I have not put much thought into this idea. It's not even an hour old in my head at the time of this writing. But I can already tell it falls dangerously close to the category of Awesome, but Impractical. Mostly, I was trying to think of something awesome I could do in the horrible down time between now and August.
I would probably go to an accessible gaming convention, provided not horribly inconvenient/pathetic/etc. The problem that comes to mind immediately is this: would anyone else? And the answer strikes me as a resounding "Meh, probably not".
The community is not that large
There are plenty of gamers and would-be gamers out there who have needs or interests that tie in to accessibility issues, but that's when you consider it world-wide. AudioGames.net has a very international community, with every continent save Antarctica represented (heck, for all I know, Tierra Del Fuego or Ross Island have some members that I didn't notice). That's a great quality for an online community, but it doesn't translate well into meetspace (or meatspace, I never have checked the spelling of that term).

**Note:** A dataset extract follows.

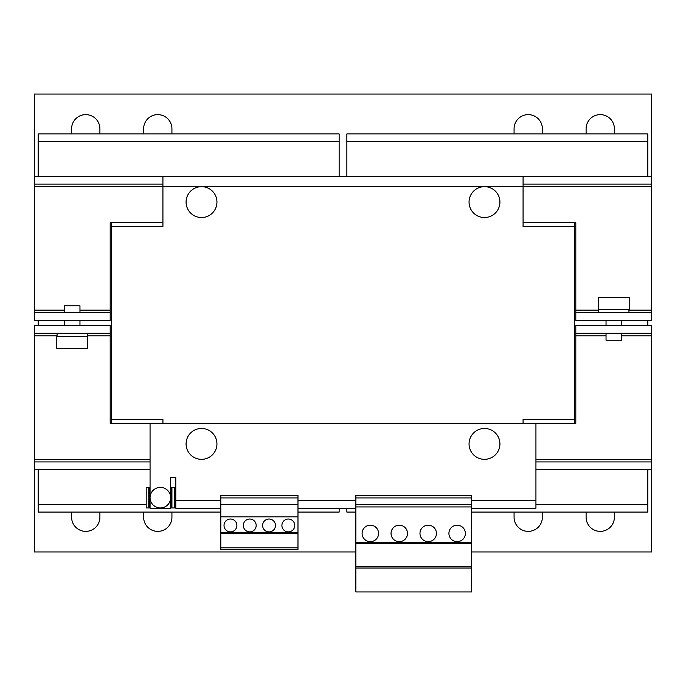 <?xml version="1.0" encoding="UTF-8"?>
<svg xmlns="http://www.w3.org/2000/svg" width="686" height="686" viewBox="0 0 686 686"><rect width="100%" height="100%" fill="white"/><g stroke="black" fill="none" stroke-linecap="round" stroke-linejoin="round"><path stroke-width="1.03" d="M230.453 519.028A6.431 6.431 0 0 0 224.022 525.459A6.431 6.431 0 0 0 230.453 531.89A6.431 6.431 0 0 0 236.884 525.459A6.431 6.431 0 0 0 230.453 519.028M249.747 519.028A6.431 6.431 0 0 0 243.316 525.459A6.431 6.431 0 0 0 249.747 531.89A6.431 6.431 0 0 0 256.178 525.459A6.431 6.431 0 0 0 249.747 519.028M288.334 519.028A6.431 6.431 0 0 0 281.903 525.459A6.431 6.431 0 0 0 288.334 531.89A6.431 6.431 0 0 0 294.766 525.459A6.431 6.431 0 0 0 288.334 519.028M269.041 519.028A6.431 6.431 0 0 0 262.609 525.459A6.431 6.431 0 0 0 269.041 531.89A6.431 6.431 0 0 0 275.472 525.459A6.431 6.431 0 0 0 269.041 519.028M399.269 525.193A8.232 8.232 0 0 0 391.037 533.425A8.232 8.232 0 0 0 399.269 541.657A8.232 8.232 0 0 0 407.501 533.425A8.232 8.232 0 0 0 399.269 525.193M370.329 525.193A8.232 8.232 0 0 0 362.097 533.425A8.232 8.232 0 0 0 370.329 541.657A8.232 8.232 0 0 0 378.569 533.425A8.232 8.232 0 0 0 370.329 525.193M457.15 525.193A8.232 8.232 0 0 0 448.918 533.425A8.232 8.232 0 0 0 457.15 541.657A8.232 8.232 0 0 0 465.382 533.425A8.232 8.232 0 0 0 457.15 525.193M428.21 525.193A8.232 8.232 0 0 0 419.978 533.425A8.232 8.232 0 0 0 428.21 541.657A8.232 8.232 0 0 0 436.442 533.425A8.232 8.232 0 0 0 428.21 525.193M71.601 512.082L71.601 517.227A14.149 14.149 0 0 0 85.75 531.376A14.149 14.149 0 0 0 99.899 517.227L99.899 512.082M514.071 512.082L514.071 517.227A14.149 14.149 0 0 0 528.22 531.376A14.149 14.149 0 0 0 542.369 517.227L542.369 512.082M586.101 512.082L586.101 517.227A14.149 14.149 0 0 0 600.25 531.376A14.149 14.149 0 0 0 614.399 517.227L614.399 512.082M143.631 512.082L143.631 517.227A14.149 14.149 0 0 0 157.78 531.376A14.149 14.149 0 0 0 171.929 517.227L171.929 512.082M99.899 133.924L99.899 128.779A14.149 14.149 0 0 0 85.75 114.631A14.149 14.149 0 0 0 71.601 128.779L71.601 133.924M542.369 133.924L542.369 128.779A14.149 14.149 0 0 0 528.22 114.631A14.149 14.149 0 0 0 514.071 128.779L514.071 133.924M614.399 133.924L614.399 128.779A14.149 14.149 0 0 0 600.25 114.631A14.149 14.149 0 0 0 586.101 128.779L586.101 133.924M171.929 133.924L171.929 128.779A14.149 14.149 0 0 0 157.78 114.631A14.149 14.149 0 0 0 143.631 128.779L143.631 133.924M212.257 454.981A15.435 15.435 0 0 1 190.434 454.655A15.435 15.435 0 0 1 190.768 432.832A15.435 15.435 0 0 1 212.591 433.158A15.435 15.435 0 0 1 212.257 454.981M621.473 333.293L621.473 340.239L606.038 340.239L606.038 333.293M57.067 333.293L57.067 336.637M87.422 333.293L87.422 336.637M85.93 348.471L87.679 348.471L87.679 336.637L56.809 336.637L56.809 348.471L85.93 348.471M495.232 454.981A15.435 15.435 0 0 1 473.409 454.655A15.435 15.435 0 0 1 473.743 432.832A15.435 15.435 0 0 1 495.566 433.158A15.435 15.435 0 0 1 495.232 454.981M162.419 507.751A10.29 10.29 0 0 0 170.428 495.601A10.29 10.29 0 0 0 158.286 487.592A10.29 10.29 0 0 0 150.277 499.742A10.29 10.29 0 0 0 162.419 507.751M64.527 312.713L64.527 305.767L79.962 305.767L79.962 312.713M629.191 297.535L598.321 297.535L598.321 309.369L629.191 309.369L629.191 297.535M473.786 213.217A15.435 15.435 0 0 1 473.366 191.394A15.435 15.435 0 0 1 495.189 190.965A15.435 15.435 0 0 1 495.609 212.789A15.435 15.435 0 0 1 473.786 213.217M190.811 213.217A15.435 15.435 0 0 1 190.391 191.394A15.435 15.435 0 0 1 212.214 190.965A15.435 15.435 0 0 1 212.634 212.789A15.435 15.435 0 0 1 190.811 213.217M471.625 512.082L647.841 512.082L647.841 504.364L535.938 504.364M647.841 504.364L647.841 469.636M355.863 512.082L346.859 512.082L346.859 508.223M647.841 133.924L346.859 133.924L346.859 141.642L647.841 141.642L647.841 133.924M346.859 176.371L346.859 141.642M647.841 176.371L647.841 141.642M598.578 310.141L575.811 310.141L575.811 222.676L523.075 222.676M471.625 500.497L535.938 500.497L535.938 423.331L575.811 423.331L574.525 423.331L574.525 419.472L523.075 419.472L523.075 423.331M647.841 325.576L647.841 320.431M574.525 423.331L574.525 222.676L574.525 226.534L523.075 226.534L523.075 186.661L162.925 186.661L162.925 176.371L523.075 176.371L523.075 186.661L651.7 186.661L651.7 176.371L523.075 176.371M146.204 504.364L38.159 504.364L38.159 469.636M175.787 504.364L174.501 504.364M220.806 512.082L38.159 512.082L38.159 504.364M339.141 508.223L339.141 512.082L297.981 512.082M339.141 133.924L38.159 133.924L38.159 141.642L339.141 141.642L339.141 133.924M38.159 176.371L38.159 141.642M339.141 176.371L339.141 141.642M162.925 222.676L110.189 222.676L110.189 310.141L79.962 310.141M38.159 325.576L38.159 320.431M162.925 419.472L162.925 423.331L162.925 419.472L111.475 419.472L111.475 423.331L110.189 423.331L150.062 423.331L150.062 508.223L170.643 508.223L170.643 477.353L175.787 477.353L175.787 500.497L220.806 500.497M111.475 419.472L111.475 226.534L162.925 226.534L162.925 186.661L34.3 186.661L34.3 184.088L162.925 184.088M110.189 333.293L110.189 325.576L34.3 325.576L34.3 333.293L110.189 333.293L110.189 423.331M535.938 461.918L651.7 461.918L651.7 469.636L535.938 469.636M150.062 469.636L34.3 469.636L34.3 461.918L150.062 461.918M621.473 335.866L651.7 335.866L651.7 459.346L535.938 459.346M575.811 423.331L575.811 335.866L606.038 335.866M150.062 459.346L34.3 459.346L34.3 335.866L57.067 335.866M34.3 333.293L34.3 335.866M651.7 335.866L651.7 325.576L575.811 325.576L575.811 335.866M575.811 333.293L651.7 333.293M651.7 461.918L651.7 459.346M34.3 459.346L34.3 461.918M150.062 507.957L149.034 507.957L149.034 487.377L150.062 487.377M170.643 487.377L171.672 487.377L171.672 507.957L170.643 507.957M149.034 487.377L146.204 487.377L146.204 507.957L149.034 507.957M148.776 507.957L148.776 487.377M171.672 507.957L174.501 507.957L174.501 487.377L171.672 487.377M171.929 487.377L171.929 507.957M297.981 497.925L220.806 497.925L220.806 495.403L297.981 495.403L297.981 516.841L220.806 516.841L220.806 549.383L297.981 549.383L297.981 547.822L220.806 547.822M297.981 516.841L297.981 532.713L220.806 532.713M297.981 504.364L220.806 504.364L220.806 516.841M220.806 497.925L220.806 504.364M297.981 532.713L297.981 533.296L220.806 533.296M297.981 533.296L297.981 547.822M355.863 568.025L355.863 591.949L471.625 591.949L471.625 568.025L355.863 568.025L355.863 495.403L471.625 495.403L471.625 568.025M471.625 566.413L355.863 566.413M471.625 543.338L355.863 543.338M471.625 542.746L355.863 542.746M471.625 506.937L355.863 506.937M471.625 504.364L355.863 504.364M471.625 497.925L355.863 497.925M471.625 508.223L535.938 508.223L535.938 500.497M220.806 508.223L175.787 508.223L175.787 500.497M535.938 423.331L150.062 423.331M297.981 508.223L355.863 508.223M162.925 176.371L34.3 176.371L34.3 184.088M523.075 184.088L651.7 184.088M110.189 320.431L110.189 312.713L34.3 312.713L34.3 320.431L110.189 320.431M110.189 312.713L110.189 310.141M64.527 310.141L34.3 310.141L34.3 312.713M651.7 320.431L651.7 312.713L575.811 312.713L575.811 320.431L651.7 320.431M651.7 312.713L651.7 310.141L628.933 310.141M575.811 310.141L575.811 312.713M575.811 222.676L574.525 222.676M111.475 226.534L111.475 222.676L110.189 222.676M651.7 186.661L651.7 310.141M34.3 310.141L34.3 186.661M651.7 469.636L651.7 551.956L471.625 551.956M355.863 551.956L34.3 551.956L34.3 469.636M162.925 185.374L162.925 226.534M34.3 176.371L34.3 94.051L651.7 94.051L651.7 176.371M87.422 335.866L110.189 335.866M297.981 500.497L355.863 500.497M79.962 325.576L79.962 320.431M621.473 320.431L621.473 325.576M598.578 312.713L598.578 309.369M628.933 312.713L628.933 309.369M606.038 320.431L606.038 325.576M64.527 325.576L64.527 320.431"/></g></svg>

And, well, my focus is the accessibility for the blind element. Most people interested in that are already hanging out at AudioGames.net, or Game-Accessibility, or Audyssey, etc. What fraction of those people would be willing, interested, and able to attend an in-person event like this? Keep in mind that most of them are legally blind, and pretty spread out, even inside single countries. The only conventions I know about that successfully gather blind people on mass are those held by the National Federation of the Blind, and community opinions on the NFB are quite mixed.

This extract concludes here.